Gerindo dalam ‘penampilan’ seolah kooperatif dan berhaluan ‘politik moderat’ untuk ‘mengelabui musuh yang kuat’. Tapi taktik kooperatif dan moderat Gerindo, tidaklah sama dengan apa yang dilakukan oleh Parindra, yang juga menggunakan taktik yang sama tapi kemudian menikmatinya. Taktik moderat Gerindo, dimaksudkan untuk mencari ruang dan panggung politik agar bisa berpropaganda kepada rakyat seluas mungkin. Dengan mendorong kesadaran politik rakyat melalui mobilisasi dan propaganda yang meluas, gerindo sebetulnya juga disiapkan untuk situasi revolusioner ketika momentumnya tiba, ketika krisis kekuasaan kolonial di negeri jajahan melemah akibat didudukinya induk kolonial oleh Naziisme. Tuntutan Milisi Bumipuera Gerindo, agar rakyat jajahan dipersenjatai menghadapi fasisme, adalah sebuah penanda lain bahwa Gerindo juga bersiap melakukan ‘cara kekerasan bila diperlukan’ untuk menghadapi fasisme dan sekaligus menghancurkan kolonialisme.
Dalam periode awal Revolusi, Amir juga mencoba untuk menjaga keseimbangan di pemerintahan dengan tetap menjaga keterlibatan PNI dan Masjumi dalam pemerintahannya. Bahkan, ia rela mendapatkan kritik pedas dari kekuatan kiri akibat politik diplomasi yang menerima perjanjian Renville. Namun, tampaknya, keterlibatan Amir di dalam perjanjian Renville bukanlah karena secara ‘ideologi’ dia mendukungnya. Amir paham, mau tidak mau, suka tidak suka, proses kemerdekaan Indonesia harus mendapatkan ‘penerimaan’ dan ‘legitimasi’ dari negara-negara Barat pemenang perang dunia ke-2. Dalam proses ‘perjuangan diplomasi‘ tersebut, dia tidak dapat ‘menyerahkan sepenuhnya’ kepada figur-figur yang kelewat ‘toleran’ dengan agenda politik pihak Barat pemenang PD II tersebut. Amir masuk dan ‘mengorbankan’ legitimasinya dengan harapan, dapat ‘ikut berperan’ dalam perjuangan diplomasi tersebut. Selain itu, keputusannya untuk mengikuti taktik politik diplomasi ditujukan untuk tetap mejaga ‘persatuan’ di kabinetnya sambil tetap memberikan ‘ruang oposisi seluas mungkin’ bagi mereka yang menentang perjanjian Renville. Karena itu, di masa pemerintahannya, ia menganjurkan apa yang ia sebut dengan tindakan ‘korektif dan konstruktif.'(Dan kita tahu dalam peristiwa Madiun, Soekarno menggunakan kata-kata ‘tindakan korektif’ yang tampaknya ditujukan kepada Amir Sjarifudin).

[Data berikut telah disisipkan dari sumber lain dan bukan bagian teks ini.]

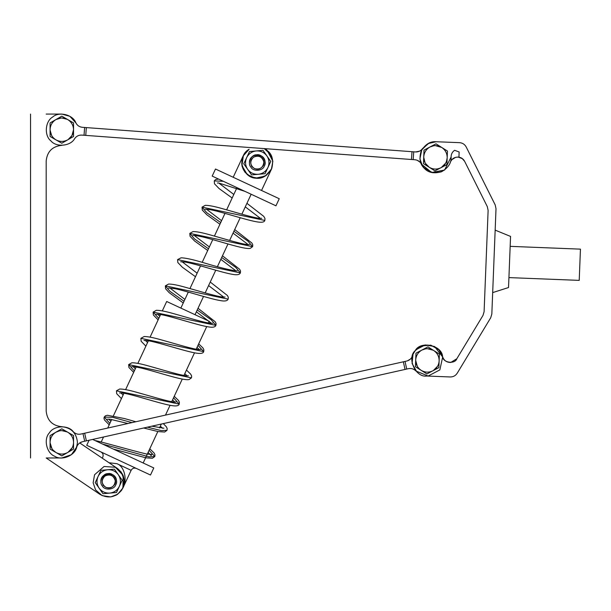 <?xml version="1.0" encoding="UTF-8"?>
<svg xmlns="http://www.w3.org/2000/svg" width="611" height="611" viewBox="0 0 611 611"><rect width="100%" height="100%" fill="white"/><g stroke="black" fill="none" stroke-linecap="round" stroke-linejoin="round"><path stroke-width="0.92" d="M99.944 494.368L46.184 457.975L99.944 494.368C108.315 498.828 115.548 497.438 121.658 490.182C126.118 481.819 124.72 474.587 117.472 468.477L79.728 442.929L102.289 458.197L102.793 457.112C103.587 454.859 102.954 453.125 100.907 451.919M46.184 411.081C47.177 420.505 52.386 425.714 61.818 426.707C52.386 425.714 47.177 420.505 46.184 411.081L46.184 160.968C47.177 151.536 52.386 146.327 61.818 145.334C52.386 146.327 47.177 151.536 46.184 160.968M100.975 482.537L100.922 482.102C99.616 472.104 116.044 470.661 116.495 480.742M101.197 479.261L101.938 477.512L108.025 473.64C102.747 473.158 98.547 482.171 102.312 485.905C104.534 490.717 114.44 489.846 115.792 484.722C118.847 480.391 113.142 472.25 108.025 473.64M46.184 114.066L61.818 114.066L46.184 114.066M46.184 457.975L61.818 457.975C71.243 456.982 76.451 451.773 77.444 442.341C76.451 432.916 71.243 427.708 61.818 426.707M84.455 135.298L81.775 135.1C78.827 134.985 76.482 136.116 74.741 138.498C70.746 146.166 56.349 147.618 50.912 140.904C44.053 135.642 45.115 121.215 52.676 117.014C59.053 111.179 73.076 114.731 75.894 122.903C77.269 125.515 79.422 126.981 82.355 127.302C79.422 126.981 77.269 125.515 75.894 122.903C77.269 125.515 79.422 126.981 82.355 127.302C79.422 126.981 77.269 125.515 75.894 122.903L69.875 116.311L61.818 114.066M30.55 114.066L30.55 457.975M84.7 441.218L86.38 440.844L84.669 433.214L82.989 433.596L84.7 441.218L82.485 441.715C79.629 442.463 77.712 444.228 76.734 447.008L71.395 454.699L61.818 457.975M80.774 434.085C77.872 434.627 75.39 433.856 73.312 431.756C68.249 424.752 53.791 425.416 49.392 432.855C43.373 439.065 46.535 453.179 54.631 456.226C61.787 461.076 75.138 455.508 76.734 447.008C75.138 455.508 61.787 461.076 54.631 456.226C46.535 453.179 43.373 439.065 49.392 432.855C53.791 425.416 68.249 424.752 73.312 431.756C75.39 433.856 77.872 434.627 80.774 434.085C77.872 434.627 75.39 433.856 73.312 431.756C75.39 433.856 77.872 434.627 80.774 434.085L82.989 433.596M82.485 441.715L79.728 442.929L82.485 441.715C79.629 442.463 77.712 444.228 76.734 447.008M84.669 433.214L403.336 361.804L405.047 369.434L406.727 369.052L405.024 361.429L403.336 361.804M405.024 361.429L406.75 361.04C409.607 360.291 411.524 358.527 412.501 355.747L412.501 355.747M415.915 370.999L428.135 376.025L439.844 369.899L442.677 356.992L434.604 346.529L425.18 344.94L416.03 349.706L425.18 344.94L434.604 346.529L442.677 356.992L439.844 369.899L428.135 376.025L415.915 370.999C413.846 368.907 411.356 368.127 408.461 368.67L406.727 369.052M405.047 369.434L86.38 440.844M408.95 360.185L407.407 360.864L410.416 359.085L408.95 360.185M411.371 358L410.432 359.069L411.371 358M409.133 368.548L410.798 368.502L409.133 368.548M412.631 368.876L413.93 369.441L412.631 368.876M82.355 127.302L84.616 127.47L84.043 135.268L85.761 135.39L86.334 127.6L84.616 127.47M86.334 127.6L412.013 151.704L411.44 159.494L413.158 159.624L413.739 151.826L412.013 151.704M413.739 151.826L416.144 151.979M81.775 135.1C78.827 134.985 76.482 136.116 74.741 138.498C76.482 136.116 78.827 134.985 81.775 135.1C78.827 134.985 76.482 136.116 74.741 138.498C70.746 146.166 56.349 147.618 50.912 140.904C44.053 135.642 45.115 121.215 52.676 117.014C59.053 111.179 73.076 114.731 75.894 122.903M255.199 178.114L247.279 174.639L241.933 165.619L243.415 155.393L249.112 149.283C243.682 152.185 241.337 157.852 242.078 166.291C245.278 174.143 249.96 178.114 256.116 178.206C262.226 179.023 267.435 175.785 271.758 168.491C273.736 160.25 272.254 154.293 267.305 150.627L272.842 161.189M419.94 162.083L417.221 160.281L419.94 162.083M415.602 159.83L417.214 160.273L415.572 159.83M416.183 151.979L419.581 151.154L415.503 151.956C418.451 152.07 420.796 150.94 422.545 148.565L429.014 143.119L436.086 141.737L428.09 143.577L422.545 148.565L429.075 143.089L436.086 141.737L428.09 143.577L422.545 148.565M491.832 314.016L490.717 317.751L491.832 314.016L496.01 208.702L495.185 204.891L466.193 146.976C464.742 144.333 462.519 142.898 459.518 142.661L436.086 141.737L428.418 143.402L421.781 149.802L419.902 158.837L422.583 166.215L424.721 168.712L421.33 164.031L431.626 172.508L444.602 170.041L451.094 156.989L444.602 170.041L431.626 172.508L421.391 164.153C420.009 161.541 417.855 160.074 414.922 159.754L413.158 159.624M411.44 159.494L85.761 135.39M265.648 148.702L267.305 150.627L265.648 148.702M272.842 161.251L271.444 169.216L261.539 190.472M258.056 178.229L256.116 178.206M136.329 468.423C134.084 467.652 132.35 468.286 131.136 470.317L122.88 488.029C127.6 479.559 124.346 466.185 116.961 463.711L109.002 462.741M92.635 439.439L153.796 467.942L150.497 475.022L86.731 445.312L89.099 440.233M94.583 474.732L104.076 466.491L115.311 467.255C123.437 472.135 125.958 479.062 122.88 488.029L117.679 494.223L110.675 496.934L102.106 495.59L95.576 489.892L93.139 482.789L94.56 474.778M208.42 322.959L209.199 321.294L166.688 301.49L162.305 310.9M143.173 462.985L157.829 431.534M159.517 427.914L161.312 424.049M165.482 415.106L170.057 405.299M171.737 401.679L182.284 379.057M183.964 375.437L194.512 352.822M196.192 349.202L206.739 326.58M115.662 495.422L117.679 494.223L122.612 488.563L124.285 480.055L121.161 471.967L115.311 467.255L123.117 475.35L122.933 487.899M215.484 169.018L279.25 198.728L275.951 205.808L212.185 176.098L215.484 169.018M250.785 176.839L255.627 178.16L265.205 176.09L271.444 169.216M233.196 177.266L243.102 156.011C240.024 164.978 242.544 171.905 250.67 176.785L258.041 178.229L266.243 175.418L271.689 168.667L272.842 161.251L267.61 150.894M236.931 187.76L226.643 209.84M224.993 213.384L214.415 236.075M212.765 239.619L202.188 262.318M200.538 265.861L189.96 288.56M188.31 292.096L180.856 308.089M243.063 156.103L249.112 149.283L243.369 155.477L241.704 163.985L244.828 172.073L250.67 176.785M264.189 148.595L270.497 154.278L272.842 161.251L271.399 169.308M510.162 246.355L580.45 249.143L579.213 280.38L508.925 277.6M492.687 292.6L508.528 287.537L510.422 239.848L510.552 236.426L495.162 230.118M462.191 158.493L464.666 161.38L487.295 206.594L488.12 210.398L484.103 311.702L482.988 315.429L456.845 358.71L450.765 362.46M442.593 356.648L442.578 356.587C442.02 345.253 420.551 340.518 415.281 350.561C406.536 357.794 415.595 377.827 426.799 376.032L450.231 376.964C453.247 376.964 455.577 375.712 457.234 373.191L490.717 317.751M495.185 204.891L496.01 208.702M464.635 161.319L464.666 161.38C463.428 159.066 461.519 157.661 458.937 157.164L459.144 151.979L454.592 150.291C452.285 151.925 451.117 154.163 451.094 156.989C451.521 162.847 448.344 167.773 441.554 171.752C433.978 173.845 428.235 172.707 424.324 168.315C420.001 164.336 418.947 158.577 421.17 151.032C425.264 144.311 430.236 141.21 436.086 141.737L459.518 142.661C462.519 142.898 464.742 144.333 466.193 146.976M413.143 354.044L415.281 350.561L421.598 345.91L430.786 345.146L438.805 349.706L442.578 356.587C442.738 362.728 454.897 364.538 456.845 358.71M457.234 373.191C455.577 375.712 453.247 376.964 450.231 376.964L426.799 376.032M462.474 158.707L458.158 157.073L461.817 158.249M461.832 158.257L464.154 160.51M416.878 371.954L412.089 363.476L413.005 354.372M450.803 362.46C446.649 362.476 443.907 360.521 442.578 356.587C443.907 360.521 446.649 362.476 450.803 362.46M453.958 158.005L455.607 157.34L451.857 159.662M451.017 160.785L450.269 162.373C451.911 158.554 454.798 156.821 458.937 157.164L459.22 157.218M451.888 159.624L452.698 158.852M460.816 157.722L461.626 158.134M464.131 160.479L463.65 159.845M452.583 158.952L454.072 157.936M436.086 141.737L459.518 142.661L436.086 141.737M459.144 151.979L458.937 157.164M444.678 169.988L432.695 172.737L423.644 167.59M422.583 166.215L421.391 164.153M55.952 139.858L50.087 136.467L50.087 129.7C50.247 134.122 52.202 137.506 55.952 139.858C59.863 141.928 63.765 141.928 67.676 139.858L61.818 143.241L50.087 136.467L50.087 122.933L55.952 119.55C52.202 121.895 50.247 125.278 50.087 129.7L50.087 122.933L61.818 116.166L67.676 119.55C63.765 117.472 59.863 117.472 55.952 119.55L61.818 116.166L73.541 122.933L73.541 136.467L67.676 139.858C71.426 137.506 73.381 134.122 73.541 129.7C73.381 125.278 71.426 121.895 67.676 119.55L73.541 122.933L73.541 136.467L61.818 143.241L55.952 139.858M61.818 117.976L67.248 119.313M73.541 129.7L71.968 135.566L68.096 139.598M52.981 137.414L51.95 136.039M51.66 135.566L50.102 130.189M55.952 119.55L61.253 117.992M55.952 452.499L50.087 449.108L50.087 442.341C50.247 446.763 52.202 450.147 55.952 452.499C59.863 454.569 63.765 454.569 67.676 452.499L61.818 455.882L50.087 449.108L50.087 435.574L55.952 432.191C52.202 434.536 50.247 437.919 50.087 442.341L50.087 435.574L61.818 428.807L67.676 432.191C63.765 430.113 59.863 430.113 55.952 432.191L61.818 428.807L73.541 435.574L73.541 449.108L67.676 452.499C71.426 450.147 73.381 446.763 73.541 442.341C73.381 437.919 71.426 434.536 67.676 432.191L73.541 435.574L73.541 449.108L61.818 455.882L55.952 452.499L52.981 450.055M61.818 430.618L67.248 431.954M72.235 447.71L68.096 452.239M51.95 448.68L50.102 442.83M55.952 432.191L59.55 430.839M115.303 480.842C114.593 486.493 111.469 488.685 105.917 487.418C101.373 483.981 101.044 480.177 104.916 476C110.163 473.792 113.623 475.404 115.303 480.842M108.116 474.694C112.539 473.487 117.48 480.529 114.837 484.279C111.324 488.915 107.437 489.258 103.175 485.302C100.914 479.94 102.564 476.404 108.116 474.694M109.736 493.1C114.127 492.558 117.327 490.312 119.336 486.371C121.062 482.3 120.718 478.405 118.313 474.694C115.647 471.165 112.103 469.515 107.689 469.744C103.297 470.287 100.097 472.532 98.081 476.473C96.362 480.544 96.698 484.439 99.112 488.151C101.777 491.679 105.313 493.329 109.736 493.1L102.992 493.696L95.224 482.606L100.945 470.333L114.425 469.149L122.2 480.238L116.48 492.512L109.736 493.1M263.868 162.037C263.158 167.689 260.026 169.881 254.482 168.613C249.937 165.176 249.601 161.373 253.473 157.195C258.72 154.988 262.188 156.599 263.868 162.037M265.059 161.93C264.609 151.856 248.181 153.3 249.487 163.297M256.681 155.881C261.103 154.682 266.037 161.724 263.402 165.474C259.889 170.11 256.001 170.446 251.74 166.498C249.479 161.136 251.129 157.6 256.681 155.881M256.589 154.827C251.312 154.354 247.111 163.366 250.869 167.101C253.099 171.912 263.005 171.042 264.357 165.917C267.412 161.587 261.707 153.437 256.589 154.827M258.3 174.295C262.684 173.753 265.892 171.508 267.901 167.567C269.627 163.496 269.283 159.601 266.877 155.889C264.212 152.36 260.668 150.711 256.246 150.94C251.854 151.482 248.654 153.728 246.645 157.661C244.919 161.739 245.263 165.634 247.669 169.346C250.334 172.875 253.878 174.525 258.3 174.295L251.556 174.891L243.789 163.801L249.502 151.528L262.99 150.344L270.757 161.434L265.044 173.707L258.3 174.295M421.162 370.327L415.434 366.715L415.701 359.948C415.686 364.37 417.504 367.83 421.162 370.327C424.981 372.55 428.891 372.71 432.878 370.793L426.883 373.94L415.434 366.715L415.976 353.189L421.964 350.034C418.123 352.234 416.038 355.541 415.701 359.948L415.976 353.189L421.964 350.034L427.96 346.888L433.68 350.5C429.854 348.27 425.951 348.117 421.964 350.034L427.96 346.888L439.401 354.113L438.866 367.639L432.878 370.793C436.712 368.593 438.805 365.286 439.133 360.88C439.149 356.45 437.331 352.99 433.68 350.5L439.401 354.113L438.866 367.639L426.883 373.94L421.162 370.327M427.326 348.69L433.26 350.248M437.621 366.195L433.306 370.556M417.313 366.356L415.694 360.437M421.964 350.034L425.615 348.828M429.205 167.269L423.484 163.656L423.751 156.89C423.736 161.312 425.554 164.771 429.205 167.269C433.031 169.491 436.934 169.652 440.921 167.735L434.933 170.881L423.484 163.656L424.019 150.13L430.007 146.976C426.173 149.176 424.087 152.483 423.751 156.89L424.019 150.13L430.007 146.976L436.002 143.829L441.722 147.442C437.904 145.212 434.001 145.059 430.007 146.976L436.002 143.829L447.451 151.054L446.916 164.58L440.921 167.735C444.762 165.535 446.847 162.228 447.183 157.821C447.199 153.392 445.381 149.939 441.722 147.442L447.451 151.054L446.916 164.58L434.933 170.881L429.205 167.269L425.363 163.297M435.368 145.632L441.722 147.442M447.183 157.821L446.404 161.587M445.663 163.137L441.348 167.498M425.088 162.809L423.744 157.378M430.007 146.976L433.657 145.769M116.961 463.711L131.136 470.317M223.397 181.322L214.262 180.902L214.499 183.796L219.021 188.509L232.157 198.01M205.128 209.275L208.847 209.451C218.921 210.948 244.453 219.586 255.956 221.678C261.371 222.74 264.326 222.32 264.83 220.434L202.035 207.137L206.686 212.651L220.724 222.549M233.906 231.256L247.951 241.154L252.595 246.676L189.807 233.371L194.451 238.886L208.496 248.784M221.678 257.498L235.716 267.389L240.367 272.903L177.58 259.614L177.824 262.516L182.338 267.221L195.474 276.722M210.245 282.038L227.437 295.525L228.315 297.32L228.147 299.146L165.352 285.856L170.003 291.371L184.041 301.261M197.223 309.976L211.269 319.866L215.912 325.388L153.124 312.099L158.807 318.415M198.01 345.307L203.692 351.623L140.897 338.334L141.141 341.236L145.884 346.132M186.47 370.067L190.754 374.23L191.633 376.04L191.457 377.865L128.669 364.568L134.351 370.892M173.555 397.784L179.229 404.108L116.441 390.811L116.686 393.705L121.436 398.609M163.282 423.606L166.307 426.722L167.177 428.51L167.002 430.343L161.144 430.587L147.411 427.165M131.976 422.613L112.752 417.344L104.214 417.053L109.896 423.37M149.099 450.261L154.782 456.577L149.008 456.845L102.526 444.044M101.174 442.089L103.542 436.995M107.712 428.051L111.706 419.474M113.394 415.862L123.934 393.24M125.622 389.619L136.161 366.997M137.849 363.385L148.389 340.762M150.077 337.142L160.617 314.52M251.152 194.26L241.864 214.186M240.215 217.73L229.637 240.429M227.987 243.965L217.409 266.663M215.759 270.207L205.181 292.906M203.532 296.45L195.031 314.696M245.278 206.862L260.416 218.371M261.737 218.287L260.561 218.379C255.123 218.371 236.434 212.521 222.335 208.641C214.392 206.381 208.702 205.281 205.25 205.342L202.035 207.137L202.279 210.039L206.793 214.744L219.929 224.245M206.449 209.191L221.579 220.701M234.7 229.56L251.892 243.033L252.771 244.843L252.595 246.676L250.235 248.349C244.408 249.83 217.73 240.444 201.897 236.755C196.528 235.586 193.534 235.174 192.893 235.518L192.893 235.518M233.051 233.104L248.188 244.614M249.509 244.53L248.341 244.614C242.918 244.621 224.222 238.764 210.108 234.884C202.172 232.623 196.475 231.523 193.03 231.584L189.807 233.371L190.052 236.274L194.558 240.978L207.702 250.487M194.222 235.434L209.352 246.943M222.473 255.803L239.672 269.283L240.543 271.078L240.367 272.903C239.573 274.713 237.015 275.202 232.699 274.37C222.144 272.727 196.834 264.158 185.614 262.134L180.673 261.752M220.823 259.347L235.961 270.849M237.274 270.772L236.113 270.856C229.247 269.963 218.173 267.183 202.89 262.516C192.717 259.484 185.446 257.918 181.085 257.804L177.58 259.614M181.994 261.668L197.124 273.178M208.595 285.581L223.733 297.091M225.047 297.007L223.893 297.099C218.463 297.099 199.759 291.241 185.645 287.361C177.725 285.1 172.035 284 168.583 284.062L165.352 285.856L165.596 288.759L169.171 292.669L183.247 302.964M228.147 299.146C227.338 300.956 224.779 301.444 220.472 300.604C210.421 299.046 187.05 291.21 175.105 288.713L168.453 287.987M169.766 287.911L184.896 299.421M198.017 308.28L215.217 321.76L216.088 323.555L215.912 325.388C215.118 327.198 212.559 327.679 208.244 326.847C197.697 325.205 172.401 316.643 161.174 314.619L156.225 314.23M196.368 311.824L211.505 323.326M212.819 323.25L211.658 323.334C206.228 323.334 187.531 317.483 173.425 313.596C165.497 311.343 159.807 310.243 156.355 310.296L153.124 312.099L153.361 314.986L158.112 319.889M157.539 314.153L159.799 316.269M198.697 343.833L202.982 347.995L203.86 349.805L203.692 351.623C203.188 353.517 200.232 353.937 194.817 352.875C183.315 350.783 157.783 342.145 147.709 340.648L143.997 340.464M197.009 347.445L199.278 349.568M200.599 349.484L199.423 349.576C193.985 349.568 175.296 343.718 161.197 339.838C153.254 337.578 147.564 336.478 144.112 336.539L140.897 338.334M145.311 340.388L147.572 342.511M184.782 373.688L187.05 375.803M188.371 375.727L187.203 375.811C181.78 375.818 163.084 369.961 148.977 366.081C141.034 363.812 135.337 362.713 131.892 362.781L128.669 364.568L128.913 367.471L133.664 372.366M191.457 377.865L189.097 379.538C183.269 381.027 156.592 371.641 140.759 367.952C135.398 366.783 132.396 366.371 131.755 366.707L131.762 366.707M133.083 366.631L135.344 368.746M174.242 396.31L178.534 400.48L179.405 402.275L179.229 404.108C178.74 405.994 175.777 406.414 170.339 405.353C158.455 403.176 131.671 394.08 122.337 392.995L119.535 392.949M172.554 399.922L174.822 402.046M176.136 401.969L174.983 402.053C169.568 402.061 150.848 396.195 136.734 392.315C128.806 390.055 123.117 388.955 119.672 389.016L116.441 390.811M120.856 392.865L123.117 394.989M160.326 426.165L162.595 428.288M163.908 428.212L151.772 426.188M135.825 421.75L124.514 418.558L107.452 415.259L105.504 415.747L104.214 417.053L103.962 418.298L104.45 419.94L109.209 424.844M167.002 430.343L164.626 432.023L158.119 431.587L143.677 428.005M127.959 423.515L110.11 419.238L107.315 419.184M108.628 419.108L110.889 421.231M149.787 448.787L154.079 452.957L154.957 454.76L154.782 456.577L152.399 458.258L145.899 457.83L113.295 449.07M148.099 452.407L151.154 455.592L151.681 454.447L146.594 454.034C132.259 450.666 94.972 439.951 95.285 440.684M214.262 180.902L215.645 179.542L218.593 179.084M264.83 220.434L264.975 218.509L263.807 216.393L246.928 203.326M233.807 194.466L218.677 182.956M217.363 183.033L218.517 182.949L244.935 191.358M249.991 193.718L251.931 194.619M263.738 200.118L265.991 201.172M452.919 158.677L452.43 159.081M456.898 157.096L458.158 157.08"/></g></svg>
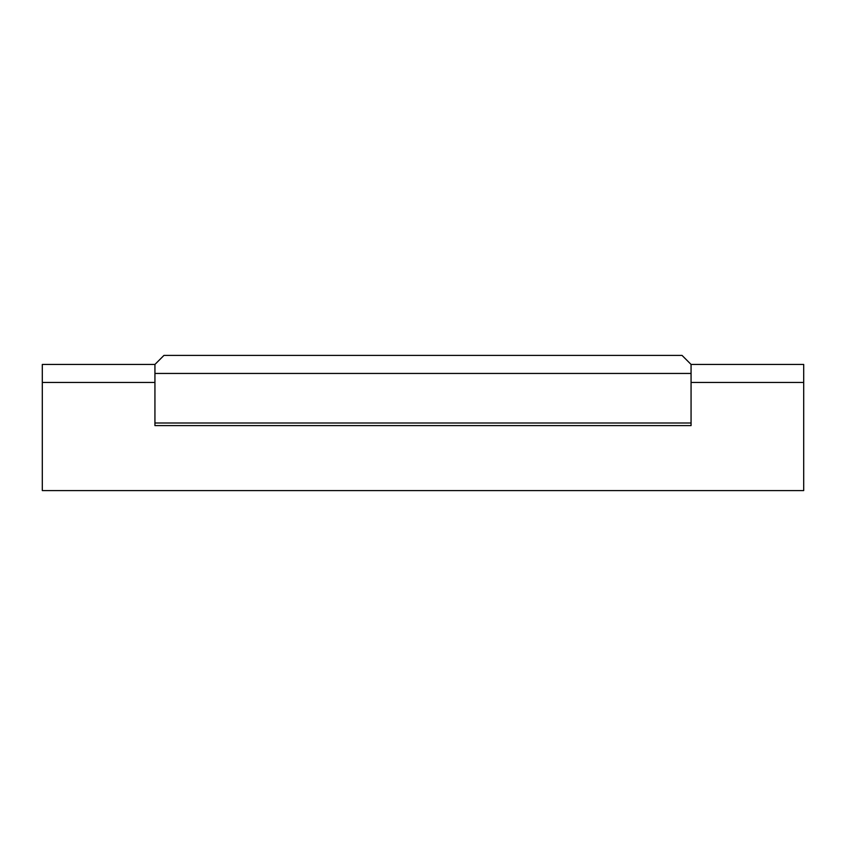 <?xml version="1.0" encoding="UTF-8"?>
<svg xmlns="http://www.w3.org/2000/svg" width="846" height="846" viewBox="0 0 846 846"><rect width="100%" height="100%" fill="white"/><g stroke="black" fill="none" stroke-linecap="round" stroke-linejoin="round"><path stroke-width="1.27" d="M154.934 382.455L42.3 382.455L42.3 490.585L803.7 490.585L803.7 364.436L691.066 364.436L682.056 355.415L163.944 355.415L154.934 364.436L154.934 425.601L691.066 425.601L691.066 423L154.934 423M803.7 382.455L691.066 382.455M154.934 373.446L691.066 373.446L691.066 423M691.066 364.436L691.066 373.446M42.3 382.455L42.3 364.436L154.934 364.436"/></g></svg>

Sejarah kemudian mencatat, politik persatuan yang dijaga Amir itu kemudian dihancurkan oleh provokasi PNI dan Masjumi, dengan menarik diri dari kabinetnya. Amir, yang kecewa dengan ‘telikungan politik’ tersebut, mencoba menggertak Soekarno, dengan meletakan jabatannya. Dan kita tahu, bukan Soekarno yang diuntungkan dengan kejadian tersebut, tapi Hatta yang kemudian diangkat menjadi PM sekaligus Menteri Pertahanan, dua jabatan yang sebelumnya dirangkap oleh Amir Sjarifuddin.